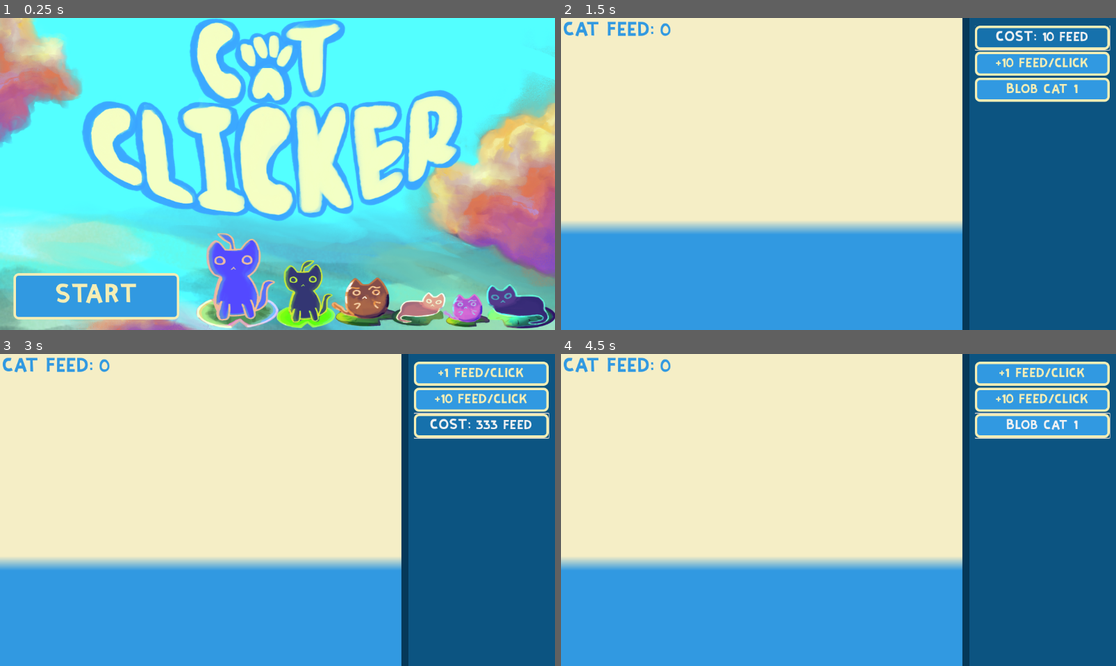
Above: before the commit, frames 1-4 (two rows, left to right).
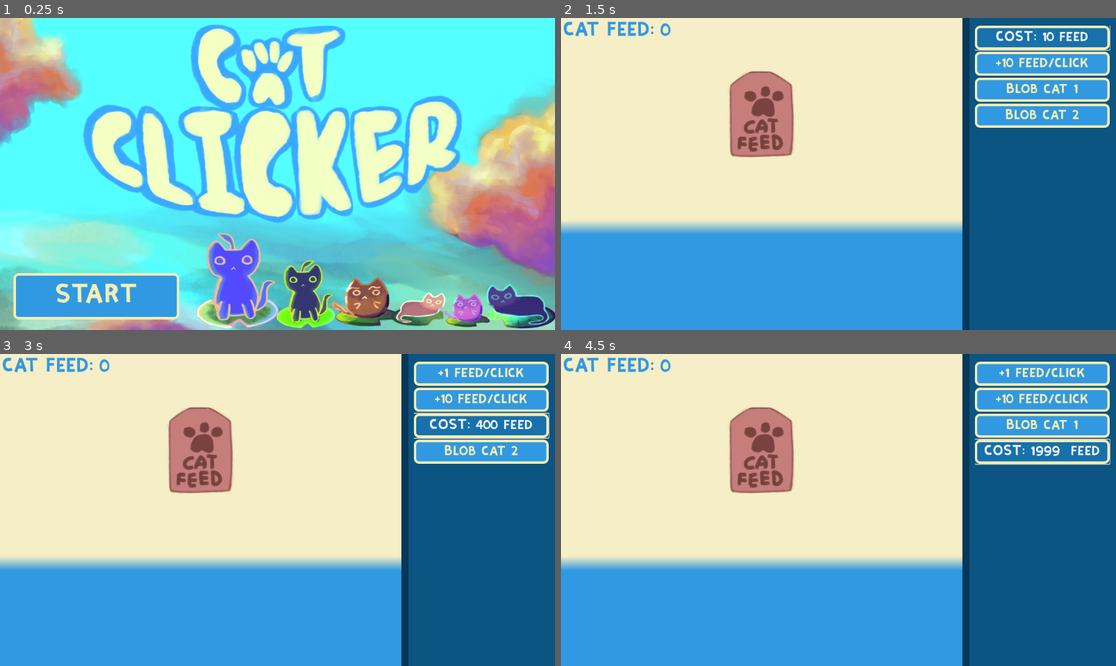
Above: after the commit, the same moments.

Repository: variidian/clicker-game
Game: Godot game, scene res://scenes/start_menu.tscn
The game is run twice, just before and just after one commit, with the same random seed, the same clock (stepped at 60 frames per second) and the same inputs.
Inputs (mouse positions are in pixels of both pictures, inside the frame that each line leads up to):
- Up to frame 1 (0.25 s): no input
- Up to frame 2 (1.5 s): click "START" at 0.5 s; click "+1 feed/click" at 1.25 s
- Up to frame 3 (3 s): click "COST: 10 feed" at 2 s; click "Blob cat 1" at 2.75 s
- Up to frame 4 (4.5 s): click "COST: 333 feed" (after the commit: "COST: 40 0 feed") at 3.5 s; click (1043, 450) at 4.25 s, where only the run after the commit has a clickable "Blob cat 2"

The runs differ from the first frame. In frame 1, 7.8% of the frame differs, in the area x 14-100%, y 0-66%; in frame 2, 4.9%; in frame 3, 5.1%; in frame 4, 5.4%.

Commit message:
animations/sprites
- another blobcat
- movement animations for both blobcats
-  main menu animation
- sprite + animation of logo

Diff:
--- a/scenes/main_scene.gd
+++ b/scenes/main_scene.gd
@@ -3,25 +3,30 @@
 @onready var button = $ScrollContainer/VBoxContainer/Button
 @onready var button2 = $ScrollContainer/VBoxContainer/Button2
 @onready var button3 = $ScrollContainer/VBoxContainer/Button3
+@onready var button4 = $ScrollContainer/VBoxContainer/Button4
 @onready var clicky = int(0)
 @onready var additional_clicks = 0
 @onready var animation = $AnimationPlayer
+@onready var blobcat1_bought := false
+@onready var blobcat2_bought := false
+@onready var catfeed_animation = $cat_feed_animation
+@onready var blobcat2_animation = $blobcat2_animation
 var can_click := false
 func _on_button_mouse_entered() -> void: #show price on hover
 	button.text = 'COST: 10  feed'
-	can_click = false
 func _on_button_mouse_exited() -> void:  #remove price after hover
 	button.text = '+1 feed/click'
 
 func _on_button_2_mouse_entered() -> void:
 	button2.text = 'COST: 99  feed'
-	can_click = false
 func _on_button_2_mouse_exited() -> void:
 	button2.text = '+10  feed/click'
 
 func _on_button_3_mouse_entered() -> void:
-	button3.text = "COST: 333 feed"
-	can_click = false
+	if not blobcat1_bought:
+		button3.text = "COST: 40 0  feed"
+	else:
+		button3.text = "BOUGHT"
 func _on_button_3_mouse_exited() -> void:
 	button3.text = "Blob cat 1"
 
@@ -30,6 +35,8 @@
 	if can_click:
 		if Input.is_action_just_pressed("click"):
 			clicky += int(1) + int(additional_clicks)
+			catfeed_animation.play("catfeed")
+			click.play()
 
 
 
@@ -46,13 +53,54 @@
 
 
 func _on_button_3_pressed() -> void: #blob cat (purchase)
-	if clicky >= 333:
-		clicky -= 333
+	if clicky >= 400 and not blobcat1_bought:
+		clicky -= 400
 		animation.play("blobcat1_entry")
+		random_meow()
+		blobcat1_bought = true
 
-
+func random_meow():
+	var random_float = randf()
+	randomize()
+	if random_float <= 0.32:
+		meow.play()
+	if random_float >= 0.33 and random_float <= 0.66:
+		meow1.play()
+	if random_float >= 0.67:
+		meow2.play()
 
 func _on_area_2d_mouse_entered() -> void:
 	can_click = true
 func _on_area_2d_mouse_exited() -> void:
 	can_click = false
+
+
+func _on_meow_2d_mouse_entered() -> void:
+	random_meow()
+
+
+func _on_animation_player_animation_finished(anim_name: StringName) -> void:
+	if anim_name == "blobcat1_entry":
+		animation.play("blobcat1_move")
+		print("blobcat1 entry finished - starting movement")
+
+
+func _on_button_4_mouse_entered() -> void:
+	if not blobcat2_bought:
+			button4.text = "COST: 1999  feed"
+	else:
+		button4.text = "BOUGHT"
+func _on_button_4_mouse_exited() -> void:
+	button4.text = "Blob cat 2"
+func _on_button_4_pressed() -> void:
+	if clicky >= 1999 and not blobcat2_bought:
+		clicky -= 1999
+		blobcat2_animation.play("blobcat2_entry")
+		random_meow()
+		blobcat2_bought = true
+
+
+func _on_blobcat_2_animation_animation_finished(anim_name: StringName) -> void:
+	if anim_name == "blobcat2_entry":
+		blobcat2_animation.play("blobcat2_move")
+		print("blobcat2 entry finished - starting movement")
--- a/scenes/main_scene.tscn
+++ b/scenes/main_scene.tscn
@@ -1,8 +1,10 @@
-[gd_scene load_steps=11 format=3 uid="uid://1dv6ilarv55s"]
+[gd_scene load_steps=21 format=3 uid="uid://1dv6ilarv55s"]
 
 [ext_resource type="Script" uid="uid://ih4sb51jg2l2" path="res://scenes/main_scene.gd" id="1_pw63i"]
 [ext_resource type="Theme" uid="uid://bodvmfg5g7y4n" path="res://assets/theme.tres" id="1_w2twt"]
 [ext_resource type="Texture2D" uid="uid://bbm8ihna3gjks" path="res://assets/blobcat1.png" id="3_7ykc4"]
+[ext_resource type="Texture2D" uid="uid://vdbwyw60vnmd" path="res://assets/cat_feed.png" id="4_pu3yx"]
+[ext_resource type="Texture2D" uid="uid://bgpngeaoshuw5" path="res://assets/blobcat2.png" id="5_gubc5"]
 
 [sub_resource type="StyleBoxFlat" id="StyleBoxFlat_pw63i"]
 bg_color = Color(0.9607843, 0.93333334, 0.7764706, 1)
@@ -18,13 +20,55 @@
 border_width_left = 15
 border_color = Color(0.021848112, 0.21956176, 0.34773603, 1)
 
+[sub_resource type="RectangleShape2D" id="RectangleShape2D_pu3yx"]
+size = Vector2(186.26892, 429.42935)
+
+[sub_resource type="Animation" id="Animation_gubc5"]
+length = 0.001
+tracks/0/type = "value"
+tracks/0/imported = false
+tracks/0/enabled = true
+tracks/0/path = NodePath("blobcat1:position")
+tracks/0/interp = 1
+tracks/0/loop_wrap = true
+tracks/0/keys = {
+"times": PackedFloat32Array(0),
+"transitions": PackedFloat32Array(1),
+"update": 0,
+"values": [Vector2(-168, 445)]
+}
+tracks/1/type = "value"
+tracks/1/imported = false
+tracks/1/enabled = true
+tracks/1/path = NodePath("Sprite2D:scale")
+tracks/1/interp = 1
+tracks/1/loop_wrap = true
+tracks/1/keys = {
+"times": PackedFloat32Array(0),
+"transitions": PackedFloat32Array(1),
+"update": 0,
+"values": [Vector2(0.6650001, 0.65625)]
+}
+tracks/2/type = "value"
+tracks/2/imported = false
+tracks/2/enabled = true
+tracks/2/path = NodePath("blobcat2:position")
+tracks/2/interp = 1
+tracks/2/loop_wrap = true
+tracks/2/keys = {
+"times": PackedFloat32Array(0),
+"transitions": PackedFloat32Array(1),
+"update": 0,
+"values": [Vector2(80, 464.99997)]
+}
+
 [sub_resource type="Animation" id="Animation_pu3yx"]
 resource_name = "blobcat1_entry"
 length = 3.0
 tracks/0/type = "value"
 tracks/0/imported = false
 tracks/0/enabled = true
-tracks/0/path = NodePath("Sprite2D:position")
+tracks/0/path = NodePath("blobcat1:position")
 tracks/0/interp = 1
 tracks/0/loop_wrap = true
 tracks/0/keys = {
@@ -34,29 +78,110 @@
 "values": [Vector2(-168, 445), Vector2(39, 493), Vector2(162, 388), Vector2(224, 444), Vector2(197, 450.99997)]
 }
 
-[sub_resource type="Animation" id="Animation_gubc5"]
-length = 0.001
-tracks/0/type = "value"
-tracks/0/imported = false
-tracks/0/enabled = true
-tracks/0/path = NodePath("Sprite2D:position")
-tracks/0/interp = 1
-tracks/0/loop_wrap = true
-tracks/0/keys = {
-"times": PackedFloat32Array(0),
-"transitions": PackedFloat32Array(1),
-"update": 0,
-"values": [Vector2(-168, 445)]
+[sub_resource type="Animation" id="Animation_7ykc4"]
+resource_name = "blobcat1_move"
+length = 17.0
+loop_mode = 2
+tracks/0/type = "value"
+tracks/0/imported = false
+tracks/0/enabled = true
+tracks/0/path = NodePath("blobcat1:position")
+tracks/0/interp = 1
+tracks/0/loop_wrap = true
+tracks/0/keys = {
+"times": PackedFloat32Array(0, 1.5333333, 2.291698, 3.5333333, 5, 6.1666665, 8.166667, 10.1, 12.4, 13.966666, 16.966667),
+"transitions": PackedFloat32Array(1, 1, 1, 1, 1, 1, 1, 1, 1, 1, 1),
+"update": 0,
+"values": [Vector2(197, 450.99997), Vector2(150.99998, 422), Vector2(150.99998, 422), Vector2(150, 389), Vector2(280, 403.99997), Vector2(379, 405), Vector2(379, 405), Vector2(466, 472.99997), Vector2(559, 447), Vector2(647, 382), Vector2(647, 382)]
+}
+
+[sub_resource type="Animation" id="Animation_18nlu"]
+resource_name = "blobcat2_move"
+length = 12.0
+loop_mode = 2
+tracks/0/type = "value"
+tracks/0/imported = false
+tracks/0/enabled = true
+tracks/0/path = NodePath("blobcat2:position")
+tracks/0/interp = 1
+tracks/0/loop_wrap = true
+tracks/0/keys = {
+"times": PackedFloat32Array(0, 1.0071187, 2.5333333, 4.0666666, 5.076561, 6.6666665, 8.1, 9.413431, 12),
+"transitions": PackedFloat32Array(1, 1, 1, 1, 1, 1, 1, 1, 1),
+"update": 0,
+"values": [Vector2(976, 368), Vector2(976, 368), Vector2(912.99994, 405), Vector2(846.99994, 419), Vector2(846.99994, 419), Vector2(925, 450), Vector2(1000, 388.99997), Vector2(1000, 388.99997), Vector2(939.99994, 390)]
 }
 
 [sub_resource type="AnimationLibrary" id="AnimationLibrary_rt2n2"]
 _data = {
 &"RESET": SubResource("Animation_gubc5"),
-&"blobcat1_entry": SubResource("Animation_pu3yx")
+&"blobcat1_entry": SubResource("Animation_pu3yx"),
+&"blobcat1_move": SubResource("Animation_7ykc4"),
+&"blobcat2_move": SubResource("Animation_18nlu")
 }
 
 [sub_resource type="RectangleShape2D" id="RectangleShape2D_7ykc4"]
-size = Vector2(809, 435)
+size = Vector2(190, 225)
+
+[sub_resource type="Animation" id="Animation_rt2n2"]
+resource_name = "catfeed"
+length = 0.5
+tracks/0/type = "value"
+tracks/0/imported = false
+tracks/0/enabled = true
+tracks/0/path = NodePath("Sprite2D:scale")
+tracks/0/interp = 1
+tracks/0/loop_wrap = true
+tracks/0/keys = {
+"times": PackedFloat32Array(0, 0.26666668, 0.5),
+"transitions": PackedFloat32Array(1, 1, 1),
+"update": 0,
+"values": [Vector2(0.6650001, 0.65625), Vector2(0.4, 0.5), Vector2(0.6650001, 0.65625)]
+}
+
+[sub_resource type="AnimationLibrary" id="AnimationLibrary_c16ls"]
+_data = {
+&"catfeed": SubResource("Animation_rt2n2")
+}
+
+[sub_resource type="Animation" id="Animation_c16ls"]
+resource_name = "blobcat2_entry"
+length = 5.0
+tracks/0/type = "value"
+tracks/0/imported = false
+tracks/0/enabled = true
+tracks/0/path = NodePath("blobcat2:position")
+tracks/0/interp = 1
+tracks/0/loop_wrap = true
+tracks/0/keys = {
+"times": PackedFloat32Array(0, 1.1, 2.0666666, 3.1, 3.9666667, 5),
+"transitions": PackedFloat32Array(1, 1, 1, 1, 1, 1),
+"update": 0,
+"values": [Vector2(80, 464.99997), Vector2(467, 452), Vector2(672, 415.00003), Vector2(773, 414), Vector2(990, 456), Vector2(976, 368)]
+}
+
+[sub_resource type="Animation" id="Animation_c1pb6"]
+resource_name = "blobcat2_move"
+length = 12.0
+loop_mode = 2
+tracks/0/type = "value"
+tracks/0/imported = false
+tracks/0/enabled = true
+tracks/0/path = NodePath("blobcat2:position")
+tracks/0/interp = 1
+tracks/0/loop_wrap = true
+tracks/0/keys = {
+"times": PackedFloat32Array(0, 1.0071187, 2.5333333, 4.0666666, 5.076561, 6.6666665, 8.1, 9.413431, 12),
+"transitions": PackedFloat32Array(1, 1, 1, 1, 1, 1, 1, 1, 1),
+"update": 0,
+"values": [Vector2(976, 368), Vector2(976, 368), Vector2(912.99994, 405), Vector2(846.99994, 419), Vector2(846.99994, 419), Vector2(925, 450), Vector2(1000, 388.99997), Vector2(1000, 388.99997), Vector2(939.99994, 390)]
+}
+
+[sub_resource type="AnimationLibrary" id="AnimationLibrary_6wevv"]
+_data = {
+&"blobcat2_entry": SubResource("Animation_c16ls"),
+&"blobcat2_move": SubResource("Animation_c1pb6")
+}
 
 [node name="main_scene" type="Node2D"]
 script = ExtResource("1_pw63i")
@@ -71,6 +196,7 @@
 offset_top = 420.0
 offset_right = 1152.0
 offset_bottom = 648.0
+mouse_filter = 1
 theme_override_styles/panel = SubResource("StyleBoxFlat_7ykc4")
 
 [node name="shop" type="Panel" parent="."]
@@ -110,6 +236,13 @@
 theme = ExtResource("1_w2twt")
 text = "Blob cat 1"
 
+[node name="Button4" type="Button" parent="ScrollContainer/VBoxContainer"]
+custom_minimum_size = Vector2(280, 50)
+layout_mode = 2
+size_flags_vertical = 2
+theme = ExtResource("1_w2twt")
+text = "Blob cat 2"
+
 [node name="Label" type="Label" parent="."]
 offset_left = 4.0
 offset_top = 12.0
@@ -118,11 +251,17 @@
 theme = ExtResource("1_w2twt")
 text = "CAT FEED: 0"
 
-[node name="Sprite2D" type="Sprite2D" parent="."]
+[node name="blobcat1" type="Sprite2D" parent="."]
 position = Vector2(-168, 445)
 scale = Vector2(0.64673907, 0.666)
 texture = ExtResource("3_7ykc4")
 
+[node name="meow2d" type="Area2D" parent="blobcat1"]
+
+[node name="CollisionShape2D" type="CollisionShape2D" parent="blobcat1/meow2d"]
+position = Vector2(-69.57984, 7.5075655)
+shape = SubResource("RectangleShape2D_pu3yx")
+
 [node name="AnimationPlayer" type="AnimationPlayer" parent="."]
 libraries = {
 &"": SubResource("AnimationLibrary_rt2n2")
@@ -131,8 +270,28 @@
 [node name="Area2D" type="Area2D" parent="."]
 
 [node name="CollisionShape2D" type="CollisionShape2D" parent="Area2D"]
-position = Vector2(419.5, 218)
+position = Vector2(417, 202.5)
 shape = SubResource("RectangleShape2D_7ykc4")
+
+[node name="Sprite2D" type="Sprite2D" parent="."]
+position = Vector2(414, 196.00002)
+scale = Vector2(0.6650001, 0.65625)
+texture = ExtResource("4_pu3yx")
+
+[node name="blobcat2" type="Sprite2D" parent="."]
+position = Vector2(80, 464.99997)
+scale = Vector2(0.83816427, 0.786)
+texture = ExtResource("5_gubc5")
+
+[node name="cat_feed_animation" type="AnimationPlayer" parent="."]
+libraries = {
+&"": SubResource("AnimationLibrary_c16ls")
+}
+
+[node name="blobcat2_animation" type="AnimationPlayer" parent="."]
+libraries = {
+&"": SubResource("AnimationLibrary_6wevv")
+}
 
 [connection signal="mouse_entered" from="ScrollContainer/VBoxContainer/Button" to="." method="_on_button_mouse_entered"]
 [connection signal="mouse_exited" from="ScrollContainer/VBoxContainer/Button" to="." method="_on_button_mouse_exited"]
@@ -143,5 +302,11 @@
 [connection signal="mouse_entered" from="ScrollContainer/VBoxContainer/Button3" to="." method="_on_button_3_mouse_entered"]
 [connection signal="mouse_exited" from="ScrollContainer/VBoxContainer/Button3" to="." method="_on_button_3_mouse_exited"]
 [connection signal="pressed" from="ScrollContainer/VBoxContainer/Button3" to="." method="_on_button_3_pressed"]
+[connection signal="mouse_entered" from="ScrollContainer/VBoxContainer/Button4" to="." method="_on_button_4_mouse_entered"]
+[connection signal="mouse_exited" from="ScrollContainer/VBoxContainer/Button4" to="." method="_on_button_4_mouse_exited"]
+[connection signal="pressed" from="ScrollContainer/VBoxContainer/Button4" to="." method="_on_button_4_pressed"]
+[connection signal="mouse_entered" from="blobcat1/meow2d" to="." method="_on_meow_2d_mouse_entered"]
+[connection signal="animation_finished" from="AnimationPlayer" to="." method="_on_animation_player_animation_finished"]
 [connection signal="mouse_entered" from="Area2D" to="." method="_on_area_2d_mouse_entered"]
 [connection signal="mouse_exited" from="Area2D" to="." method="_on_area_2d_mouse_exited"]
+[connection signal="animation_finished" from="blobcat2_animation" to="." method="_on_blobcat_2_animation_animation_finished"]
--- a/scenes/start_menu.tscn
+++ b/scenes/start_menu.tscn
@@ -1,8 +1,9 @@
-[gd_scene load_steps=7 format=3 uid="uid://b3svx45nfwity"]
+[gd_scene load_steps=11 format=3 uid="uid://b3svx45nfwity"]
 
 [ext_resource type="Script" uid="uid://dlcyem62arvcm" path="res://scripts/start_menu.gd" id="1_m7x51"]
-[ext_resource type="Texture2D" uid="uid://cnm1603webnid" path="res://assets/start-menu.png" id="1_thu50"]
+[ext_resource type="Texture2D" uid="uid://cfap0625sygdj" path="res://assets/bg_menu.png" id="2_h61rw"]
 [ext_resource type="Theme" uid="uid://bodvmfg5g7y4n" path="res://assets/theme.tres" id="3_h61rw"]
+[ext_resource type="Texture2D" uid="uid://dkxkvt6pwnul8" path="res://assets/logo.png" id="4_fcv5n"]
 
 [sub_resource type="RectangleShape2D" id="RectangleShape2D_m7x51"]
 size = Vector2(173, 205)
@@ -13,12 +14,74 @@
 [sub_resource type="RectangleShape2D" id="RectangleShape2D_fcv5n"]
 size = Vector2(65, 148)
 
+[sub_resource type="Animation" id="Animation_4v6gu"]
+resource_name = "logo"
+length = 16.0
+loop_mode = 2
+tracks/0/type = "value"
+tracks/0/imported = false
+tracks/0/enabled = true
+tracks/0/path = NodePath("Sprite2D2:scale")
+tracks/0/interp = 1
+tracks/0/loop_wrap = true
+tracks/0/keys = {
+"times": PackedFloat32Array(0, 6.1, 8.9, 14.933333),
+"transitions": PackedFloat32Array(1, 1, 1, 1),
+"update": 0,
+"values": [Vector2(1, 0.9814816), Vector2(0.9, 0.9), Vector2(0.9, 0.9), Vector2(1.1, 1.1)]
+}
+tracks/1/type = "value"
+tracks/1/imported = false
+tracks/1/enabled = true
+tracks/1/path = NodePath("Sprite2D2:rotation")
+tracks/1/interp = 1
+tracks/1/loop_wrap = true
+tracks/1/keys = {
+"times": PackedFloat32Array(0, 6.1666665, 8.9, 14.9),
+"transitions": PackedFloat32Array(1, 1, 1, 1),
+"update": 0,
+"values": [0.0, 0.13962634015954636, 0.13962634015954636, -0.08212806]
+}
+
+[sub_resource type="Animation" id="Animation_nxjfj"]
+length = 0.001
+tracks/0/type = "value"
+tracks/0/imported = false
+tracks/0/enabled = true
+tracks/0/path = NodePath("Sprite2D2:scale")
+tracks/0/interp = 1
+tracks/0/loop_wrap = true
+tracks/0/keys = {
+"times": PackedFloat32Array(0),
+"transitions": PackedFloat32Array(1),
+"update": 0,
+"values": [Vector2(1, 0.9814816)]
+}
+tracks/1/type = "value"
+tracks/1/imported = false
+tracks/1/enabled = true
+tracks/1/path = NodePath("Sprite2D2:rotation")
+tracks/1/interp = 1
+tracks/1/loop_wrap = true
+tracks/1/keys = {
+"times": PackedFloat32Array(0),
+"transitions": PackedFloat32Array(1),
+"update": 0,
+"values": [0.0]
+}
+
+[sub_resource type="AnimationLibrary" id="AnimationLibrary_u4qax"]
+_data = {
+&"RESET": SubResource("Animation_nxjfj"),
+&"logo": SubResource("Animation_4v6gu")
+}
+
 [node name="start-menu" type="Node2D"]
 script = ExtResource("1_m7x51")
 
 [node name="Sprite2D" type="Sprite2D" parent="."]
 position = Vector2(576, 324)
-texture = ExtResource("1_thu50")
+texture = ExtResource("2_h61rw")
 
 [node name="Button" type="Button" parent="."]
 offset_left = 28.0
@@ -55,5 +118,15 @@
 position = Vector2(1083, 574)
 shape = SubResource("RectangleShape2D_h61rw")
 
+[node name="Sprite2D2" type="Sprite2D" parent="."]
+position = Vector2(576, 330.00003)
+scale = Vector2(1, 0.9814816)
+texture = ExtResource("4_fcv5n")
+
+[node name="AnimationPlayer" type="AnimationPlayer" parent="."]
+libraries = {
+&"": SubResource("AnimationLibrary_u4qax")
+}
+
 [connection signal="pressed" from="Button" to="." method="_on_button_pressed"]
 [connection signal="mouse_entered" from="Area2D" to="." method="_on_area_2d_mouse_entered"]
--- a/scripts/start_menu.gd
+++ b/scripts/start_menu.gd
@@ -1,6 +1,7 @@
 extends Node2D
-
-
+@onready var animation = $AnimationPlayer
+func _ready():
+	animation.play("logo")
 func _on_button_pressed() -> void: #start game button
 	click.play()
 	get_tree().change_scene_to_file("res://scenes/main_scene.tscn")
Binary file added: assets/bg_menu.png
Not shown, added: assets/bg_menu.png.import
Binary file added: assets/cat_feed.png
Not shown, added: assets/cat_feed.png.import
Binary file added: assets/logo.png
Not shown, added: assets/logo.png.import

━━━━━━━━

_EXERCISE BRIEF_. Copy each line of the material where "StringName" is found.

_ANSWER TO THE PROBLEM_.
+func _on_animation_player_animation_finished(anim_name: StringName) -> void:
+func _on_blobcat_2_animation_animation_finished(anim_name: StringName) -> void:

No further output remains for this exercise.